Task description – Reproduce nothing beyond the line containing "collar and straight". From the first line of the data below down to it, copy each line exactly, without the pictures.

Records supplied –
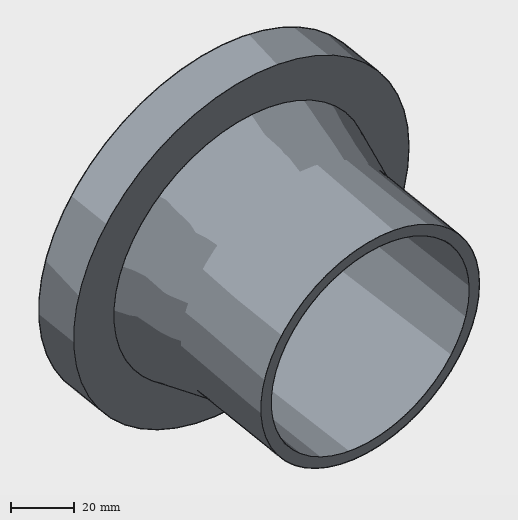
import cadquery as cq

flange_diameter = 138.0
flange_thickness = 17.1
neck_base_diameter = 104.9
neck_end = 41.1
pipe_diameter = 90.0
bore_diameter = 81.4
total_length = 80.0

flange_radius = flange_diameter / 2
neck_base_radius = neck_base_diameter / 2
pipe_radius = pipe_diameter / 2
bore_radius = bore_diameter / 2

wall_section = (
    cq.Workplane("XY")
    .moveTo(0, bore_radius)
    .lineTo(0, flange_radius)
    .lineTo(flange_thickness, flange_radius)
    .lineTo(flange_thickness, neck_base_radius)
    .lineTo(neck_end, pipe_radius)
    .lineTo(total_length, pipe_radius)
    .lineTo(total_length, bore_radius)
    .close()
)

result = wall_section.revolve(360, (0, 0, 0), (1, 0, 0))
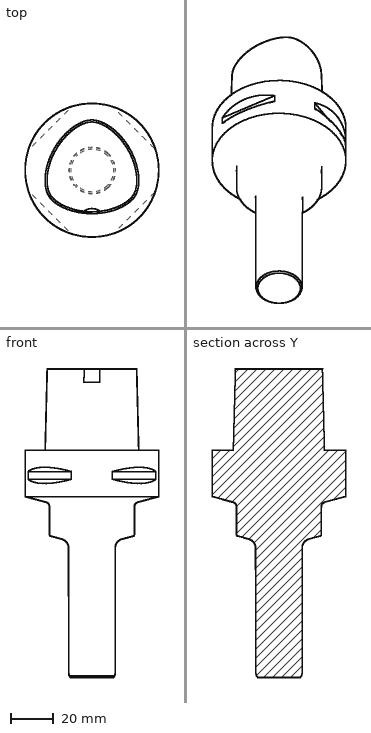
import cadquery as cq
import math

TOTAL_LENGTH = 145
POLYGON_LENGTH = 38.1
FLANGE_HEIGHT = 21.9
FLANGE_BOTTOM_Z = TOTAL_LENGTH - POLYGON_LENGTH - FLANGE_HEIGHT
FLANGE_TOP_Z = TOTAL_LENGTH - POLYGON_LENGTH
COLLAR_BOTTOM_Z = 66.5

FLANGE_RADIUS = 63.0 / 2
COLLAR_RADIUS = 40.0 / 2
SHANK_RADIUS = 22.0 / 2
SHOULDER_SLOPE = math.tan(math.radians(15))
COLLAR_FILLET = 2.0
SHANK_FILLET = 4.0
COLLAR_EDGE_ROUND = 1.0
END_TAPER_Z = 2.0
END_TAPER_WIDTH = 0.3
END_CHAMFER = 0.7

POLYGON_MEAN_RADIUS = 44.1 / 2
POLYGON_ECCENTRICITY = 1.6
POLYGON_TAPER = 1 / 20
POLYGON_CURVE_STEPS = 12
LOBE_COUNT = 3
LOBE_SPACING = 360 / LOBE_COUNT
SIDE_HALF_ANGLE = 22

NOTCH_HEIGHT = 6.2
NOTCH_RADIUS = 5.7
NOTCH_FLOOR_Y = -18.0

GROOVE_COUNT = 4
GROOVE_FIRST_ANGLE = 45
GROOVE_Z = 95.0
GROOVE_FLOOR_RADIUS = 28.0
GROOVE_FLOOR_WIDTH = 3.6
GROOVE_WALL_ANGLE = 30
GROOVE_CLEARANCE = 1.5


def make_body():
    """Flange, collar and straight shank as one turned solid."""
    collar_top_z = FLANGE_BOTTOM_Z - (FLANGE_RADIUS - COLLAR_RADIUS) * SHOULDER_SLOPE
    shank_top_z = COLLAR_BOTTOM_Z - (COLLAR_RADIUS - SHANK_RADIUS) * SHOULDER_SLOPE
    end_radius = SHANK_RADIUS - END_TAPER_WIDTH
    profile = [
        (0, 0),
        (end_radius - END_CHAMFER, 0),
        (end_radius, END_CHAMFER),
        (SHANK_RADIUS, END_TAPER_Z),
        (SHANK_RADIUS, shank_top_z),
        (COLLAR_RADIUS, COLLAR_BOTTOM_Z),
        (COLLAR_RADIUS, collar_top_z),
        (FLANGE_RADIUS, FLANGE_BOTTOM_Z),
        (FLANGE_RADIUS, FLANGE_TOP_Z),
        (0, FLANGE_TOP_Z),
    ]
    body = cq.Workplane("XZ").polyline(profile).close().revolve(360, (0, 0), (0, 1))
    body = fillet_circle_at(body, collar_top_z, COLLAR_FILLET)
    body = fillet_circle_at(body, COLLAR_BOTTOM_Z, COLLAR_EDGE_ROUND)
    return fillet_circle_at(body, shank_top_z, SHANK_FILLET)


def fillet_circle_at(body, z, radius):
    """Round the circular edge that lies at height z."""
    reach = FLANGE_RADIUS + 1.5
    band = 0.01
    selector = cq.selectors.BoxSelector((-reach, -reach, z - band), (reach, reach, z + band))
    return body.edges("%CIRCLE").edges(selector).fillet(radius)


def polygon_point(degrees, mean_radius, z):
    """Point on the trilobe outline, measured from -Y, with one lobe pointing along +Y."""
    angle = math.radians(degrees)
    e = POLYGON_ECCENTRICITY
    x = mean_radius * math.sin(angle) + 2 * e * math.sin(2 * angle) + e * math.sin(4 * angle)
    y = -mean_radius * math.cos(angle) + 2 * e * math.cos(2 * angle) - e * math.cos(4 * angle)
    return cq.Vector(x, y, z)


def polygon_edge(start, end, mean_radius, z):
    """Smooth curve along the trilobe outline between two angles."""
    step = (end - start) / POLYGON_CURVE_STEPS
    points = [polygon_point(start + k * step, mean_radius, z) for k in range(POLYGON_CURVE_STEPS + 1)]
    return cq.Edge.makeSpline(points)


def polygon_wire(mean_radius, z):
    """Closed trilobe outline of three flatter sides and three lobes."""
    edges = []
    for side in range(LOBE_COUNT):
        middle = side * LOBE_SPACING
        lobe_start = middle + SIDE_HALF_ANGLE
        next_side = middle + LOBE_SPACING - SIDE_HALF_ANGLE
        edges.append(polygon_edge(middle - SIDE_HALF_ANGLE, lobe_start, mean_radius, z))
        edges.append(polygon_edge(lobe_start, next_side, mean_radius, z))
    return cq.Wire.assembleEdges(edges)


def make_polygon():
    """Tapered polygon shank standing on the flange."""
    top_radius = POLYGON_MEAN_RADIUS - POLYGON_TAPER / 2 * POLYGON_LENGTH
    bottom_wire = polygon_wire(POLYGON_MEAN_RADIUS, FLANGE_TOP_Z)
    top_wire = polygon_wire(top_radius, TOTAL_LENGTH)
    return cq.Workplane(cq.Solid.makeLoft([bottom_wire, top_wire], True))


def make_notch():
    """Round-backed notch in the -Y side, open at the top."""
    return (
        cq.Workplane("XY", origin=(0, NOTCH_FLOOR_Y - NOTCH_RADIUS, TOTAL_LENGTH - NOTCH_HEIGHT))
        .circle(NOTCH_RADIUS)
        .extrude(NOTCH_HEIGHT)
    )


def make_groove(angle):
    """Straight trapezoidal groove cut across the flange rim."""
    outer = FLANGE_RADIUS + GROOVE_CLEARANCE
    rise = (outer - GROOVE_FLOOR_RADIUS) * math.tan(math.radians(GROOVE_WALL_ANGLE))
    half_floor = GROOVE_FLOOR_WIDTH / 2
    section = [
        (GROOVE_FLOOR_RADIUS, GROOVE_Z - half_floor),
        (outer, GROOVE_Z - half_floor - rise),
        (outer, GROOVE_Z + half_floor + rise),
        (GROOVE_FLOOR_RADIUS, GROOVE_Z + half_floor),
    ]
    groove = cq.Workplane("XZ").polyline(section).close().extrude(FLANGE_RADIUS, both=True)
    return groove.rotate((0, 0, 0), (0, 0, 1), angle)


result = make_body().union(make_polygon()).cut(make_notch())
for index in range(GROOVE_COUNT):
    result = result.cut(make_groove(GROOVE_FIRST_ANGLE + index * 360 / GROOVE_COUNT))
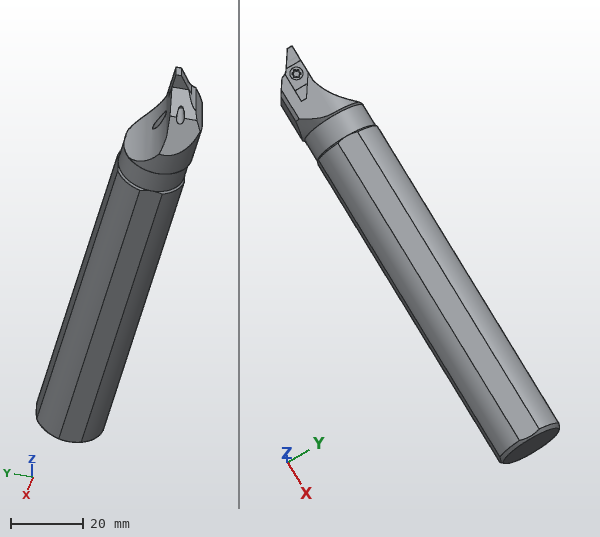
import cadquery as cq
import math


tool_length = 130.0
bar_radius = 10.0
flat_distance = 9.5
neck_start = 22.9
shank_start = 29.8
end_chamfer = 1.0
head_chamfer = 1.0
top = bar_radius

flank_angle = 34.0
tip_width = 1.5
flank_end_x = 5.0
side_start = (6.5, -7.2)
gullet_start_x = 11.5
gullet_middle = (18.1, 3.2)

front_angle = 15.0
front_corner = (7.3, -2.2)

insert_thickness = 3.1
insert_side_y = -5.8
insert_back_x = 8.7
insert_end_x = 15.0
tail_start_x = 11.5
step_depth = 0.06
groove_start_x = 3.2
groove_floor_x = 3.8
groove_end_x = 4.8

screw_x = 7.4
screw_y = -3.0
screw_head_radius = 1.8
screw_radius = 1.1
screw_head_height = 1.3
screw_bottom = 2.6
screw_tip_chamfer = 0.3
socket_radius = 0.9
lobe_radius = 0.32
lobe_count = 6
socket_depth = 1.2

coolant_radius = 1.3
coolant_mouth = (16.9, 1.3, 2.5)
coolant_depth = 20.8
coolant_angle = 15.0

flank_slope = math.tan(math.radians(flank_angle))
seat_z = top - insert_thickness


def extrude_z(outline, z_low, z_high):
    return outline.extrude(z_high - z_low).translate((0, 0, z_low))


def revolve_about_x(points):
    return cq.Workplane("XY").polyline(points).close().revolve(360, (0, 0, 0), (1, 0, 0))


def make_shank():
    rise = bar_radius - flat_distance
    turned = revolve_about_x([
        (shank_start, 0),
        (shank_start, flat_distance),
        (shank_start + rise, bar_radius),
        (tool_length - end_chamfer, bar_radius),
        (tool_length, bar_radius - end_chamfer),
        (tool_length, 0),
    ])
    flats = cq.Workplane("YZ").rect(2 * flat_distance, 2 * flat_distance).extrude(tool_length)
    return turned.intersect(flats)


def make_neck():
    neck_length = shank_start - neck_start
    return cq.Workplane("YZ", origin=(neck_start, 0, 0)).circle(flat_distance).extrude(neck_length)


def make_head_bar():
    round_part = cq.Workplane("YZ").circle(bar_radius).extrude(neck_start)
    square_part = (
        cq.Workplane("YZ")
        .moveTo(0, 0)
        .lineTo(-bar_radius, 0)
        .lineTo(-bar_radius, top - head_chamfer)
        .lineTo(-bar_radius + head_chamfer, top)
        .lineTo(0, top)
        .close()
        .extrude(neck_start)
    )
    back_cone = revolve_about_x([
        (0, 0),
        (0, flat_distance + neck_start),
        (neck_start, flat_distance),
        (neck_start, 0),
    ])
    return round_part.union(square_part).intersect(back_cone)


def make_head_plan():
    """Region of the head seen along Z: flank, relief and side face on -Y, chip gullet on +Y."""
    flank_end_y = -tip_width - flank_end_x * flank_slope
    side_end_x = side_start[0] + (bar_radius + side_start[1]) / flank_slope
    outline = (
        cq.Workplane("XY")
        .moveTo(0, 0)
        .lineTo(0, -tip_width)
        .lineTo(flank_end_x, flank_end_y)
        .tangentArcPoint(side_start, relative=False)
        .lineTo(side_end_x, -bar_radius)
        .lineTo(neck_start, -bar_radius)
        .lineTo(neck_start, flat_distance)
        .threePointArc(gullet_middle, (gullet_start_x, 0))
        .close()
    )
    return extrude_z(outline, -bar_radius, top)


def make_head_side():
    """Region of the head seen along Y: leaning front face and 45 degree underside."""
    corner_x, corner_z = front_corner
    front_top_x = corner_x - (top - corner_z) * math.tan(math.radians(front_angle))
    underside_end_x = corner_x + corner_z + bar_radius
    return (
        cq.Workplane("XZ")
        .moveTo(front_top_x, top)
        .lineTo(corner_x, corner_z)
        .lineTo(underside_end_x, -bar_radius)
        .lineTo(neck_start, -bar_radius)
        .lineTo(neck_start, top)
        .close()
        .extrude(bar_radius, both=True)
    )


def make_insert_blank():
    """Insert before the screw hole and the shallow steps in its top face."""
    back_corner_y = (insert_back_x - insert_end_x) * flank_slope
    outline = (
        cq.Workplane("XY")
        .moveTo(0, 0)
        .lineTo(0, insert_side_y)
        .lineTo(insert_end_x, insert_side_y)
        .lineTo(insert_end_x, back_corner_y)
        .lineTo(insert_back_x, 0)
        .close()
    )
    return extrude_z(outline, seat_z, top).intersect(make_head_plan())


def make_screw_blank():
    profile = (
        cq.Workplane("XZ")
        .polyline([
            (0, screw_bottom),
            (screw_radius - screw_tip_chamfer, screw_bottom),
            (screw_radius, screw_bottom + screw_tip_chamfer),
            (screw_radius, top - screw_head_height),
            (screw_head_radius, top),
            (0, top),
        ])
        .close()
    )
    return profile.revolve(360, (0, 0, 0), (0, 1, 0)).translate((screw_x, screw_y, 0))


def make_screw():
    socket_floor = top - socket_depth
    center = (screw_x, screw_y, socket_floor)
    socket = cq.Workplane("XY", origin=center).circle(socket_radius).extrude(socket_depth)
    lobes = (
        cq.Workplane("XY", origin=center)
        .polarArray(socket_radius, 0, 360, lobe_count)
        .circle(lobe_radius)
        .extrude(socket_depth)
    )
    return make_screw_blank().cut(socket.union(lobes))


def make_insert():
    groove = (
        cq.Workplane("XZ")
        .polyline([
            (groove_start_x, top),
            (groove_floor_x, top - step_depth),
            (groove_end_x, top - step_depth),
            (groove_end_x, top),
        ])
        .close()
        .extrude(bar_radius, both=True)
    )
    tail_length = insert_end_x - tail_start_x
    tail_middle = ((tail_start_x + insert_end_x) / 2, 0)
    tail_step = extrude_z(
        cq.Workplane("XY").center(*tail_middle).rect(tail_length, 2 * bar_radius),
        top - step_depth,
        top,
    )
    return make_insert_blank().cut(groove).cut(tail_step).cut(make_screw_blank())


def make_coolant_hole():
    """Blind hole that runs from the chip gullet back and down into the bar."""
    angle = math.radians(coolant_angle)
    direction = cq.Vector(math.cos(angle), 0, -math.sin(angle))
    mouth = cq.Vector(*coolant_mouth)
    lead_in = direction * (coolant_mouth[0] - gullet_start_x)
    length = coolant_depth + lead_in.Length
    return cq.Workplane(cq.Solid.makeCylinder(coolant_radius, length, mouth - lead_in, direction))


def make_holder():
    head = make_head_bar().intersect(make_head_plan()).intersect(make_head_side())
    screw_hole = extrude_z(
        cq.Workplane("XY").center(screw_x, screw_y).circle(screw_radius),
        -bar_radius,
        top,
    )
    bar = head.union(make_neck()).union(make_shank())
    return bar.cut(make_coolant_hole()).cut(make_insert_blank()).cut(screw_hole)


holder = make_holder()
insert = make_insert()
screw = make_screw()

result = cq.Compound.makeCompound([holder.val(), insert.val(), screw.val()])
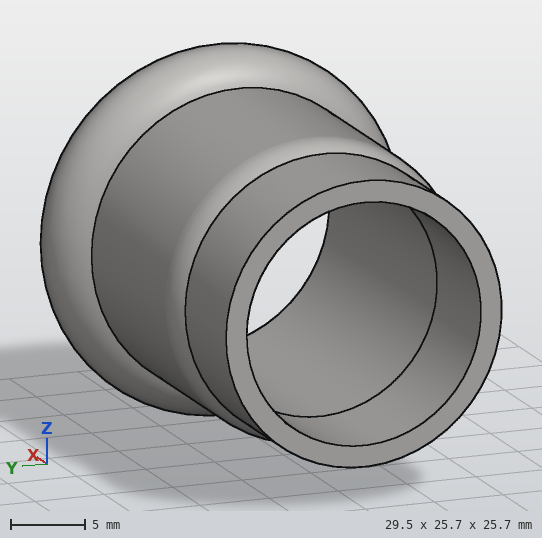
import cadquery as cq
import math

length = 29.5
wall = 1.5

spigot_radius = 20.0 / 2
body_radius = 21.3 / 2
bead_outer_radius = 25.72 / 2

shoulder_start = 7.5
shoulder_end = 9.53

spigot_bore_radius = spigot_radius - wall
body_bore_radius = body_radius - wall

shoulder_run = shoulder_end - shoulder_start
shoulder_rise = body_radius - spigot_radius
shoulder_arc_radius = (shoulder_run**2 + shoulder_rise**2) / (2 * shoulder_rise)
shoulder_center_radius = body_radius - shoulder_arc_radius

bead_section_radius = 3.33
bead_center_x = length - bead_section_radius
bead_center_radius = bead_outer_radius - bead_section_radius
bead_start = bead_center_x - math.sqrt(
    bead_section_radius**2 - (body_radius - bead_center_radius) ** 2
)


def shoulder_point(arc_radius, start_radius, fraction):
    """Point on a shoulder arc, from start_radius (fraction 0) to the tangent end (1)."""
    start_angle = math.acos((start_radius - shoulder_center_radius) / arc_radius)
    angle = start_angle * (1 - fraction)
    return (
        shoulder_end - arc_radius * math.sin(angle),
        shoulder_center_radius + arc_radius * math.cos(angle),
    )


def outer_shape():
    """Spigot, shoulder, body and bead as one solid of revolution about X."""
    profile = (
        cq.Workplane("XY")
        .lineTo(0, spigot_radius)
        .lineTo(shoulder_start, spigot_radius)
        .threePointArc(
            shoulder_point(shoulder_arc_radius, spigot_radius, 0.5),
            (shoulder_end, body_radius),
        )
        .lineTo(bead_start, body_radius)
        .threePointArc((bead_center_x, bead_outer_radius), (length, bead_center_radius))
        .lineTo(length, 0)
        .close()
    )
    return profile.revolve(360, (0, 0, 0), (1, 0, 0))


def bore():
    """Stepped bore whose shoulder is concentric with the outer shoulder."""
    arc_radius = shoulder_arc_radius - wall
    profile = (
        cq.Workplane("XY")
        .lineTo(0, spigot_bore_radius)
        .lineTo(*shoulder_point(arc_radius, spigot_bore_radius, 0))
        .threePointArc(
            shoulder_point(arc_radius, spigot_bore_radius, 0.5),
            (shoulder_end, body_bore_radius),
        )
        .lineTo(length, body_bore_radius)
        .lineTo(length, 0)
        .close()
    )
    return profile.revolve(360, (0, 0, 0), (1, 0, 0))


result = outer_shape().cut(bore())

Written response –
import cadquery as cq

flange_diameter = 138.0
flange_thickness = 17.1
neck_base_diameter = 104.9
neck_end = 41.1
pipe_diameter = 90.0
bore_diameter = 81.4
total_length = 80.0

flange_radius = flange_diameter / 2
neck_base_radius = neck_base_diameter / 2
pipe_radius = pipe_diameter / 2
bore_radius = bore_diameter / 2

wall_section = (
    cq.Workplane("XY")
    .moveTo(0, bore_radius)
    .lineTo(0, flange_radius)
    .lineTo(flange_thickness, flange_radius)
    .lineTo(flange_thickness, neck_base_radius)
    .lineTo(neck_end, pipe_radius)
    .lineTo(total_length, pipe_radius)
    .lineTo(total_length, bore_radius)
    .close()
)

result = wall_section.revolve(360, (0, 0, 0), (1, 0, 0))
import cadquery as cq
import math

TOTAL_LENGTH = 145
POLYGON_LENGTH = 38.1
FLANGE_HEIGHT = 21.9
FLANGE_BOTTOM_Z = TOTAL_LENGTH - POLYGON_LENGTH - FLANGE_HEIGHT
FLANGE_TOP_Z = TOTAL_LENGTH - POLYGON_LENGTH
COLLAR_BOTTOM_Z = 66.5

FLANGE_RADIUS = 63.0 / 2
COLLAR_RADIUS = 40.0 / 2
SHANK_RADIUS = 22.0 / 2
SHOULDER_SLOPE = math.tan(math.radians(15))
COLLAR_FILLET = 2.0
SHANK_FILLET = 4.0
COLLAR_EDGE_ROUND = 1.0
END_TAPER_Z = 2.0
END_TAPER_WIDTH = 0.3
END_CHAMFER = 0.7

POLYGON_MEAN_RADIUS = 44.1 / 2
POLYGON_ECCENTRICITY = 1.6
POLYGON_TAPER = 1 / 20
POLYGON_CURVE_STEPS = 12
LOBE_COUNT = 3
LOBE_SPACING = 360 / LOBE_COUNT
SIDE_HALF_ANGLE = 22

NOTCH_HEIGHT = 6.2
NOTCH_RADIUS = 5.7
NOTCH_FLOOR_Y = -18.0

GROOVE_COUNT = 4
GROOVE_FIRST_ANGLE = 45
GROOVE_Z = 95.0
GROOVE_FLOOR_RADIUS = 28.0
GROOVE_FLOOR_WIDTH = 3.6
GROOVE_WALL_ANGLE = 30
GROOVE_CLEARANCE = 1.5


def make_body():
    """Flange, collar and straight shank as one turned solid."""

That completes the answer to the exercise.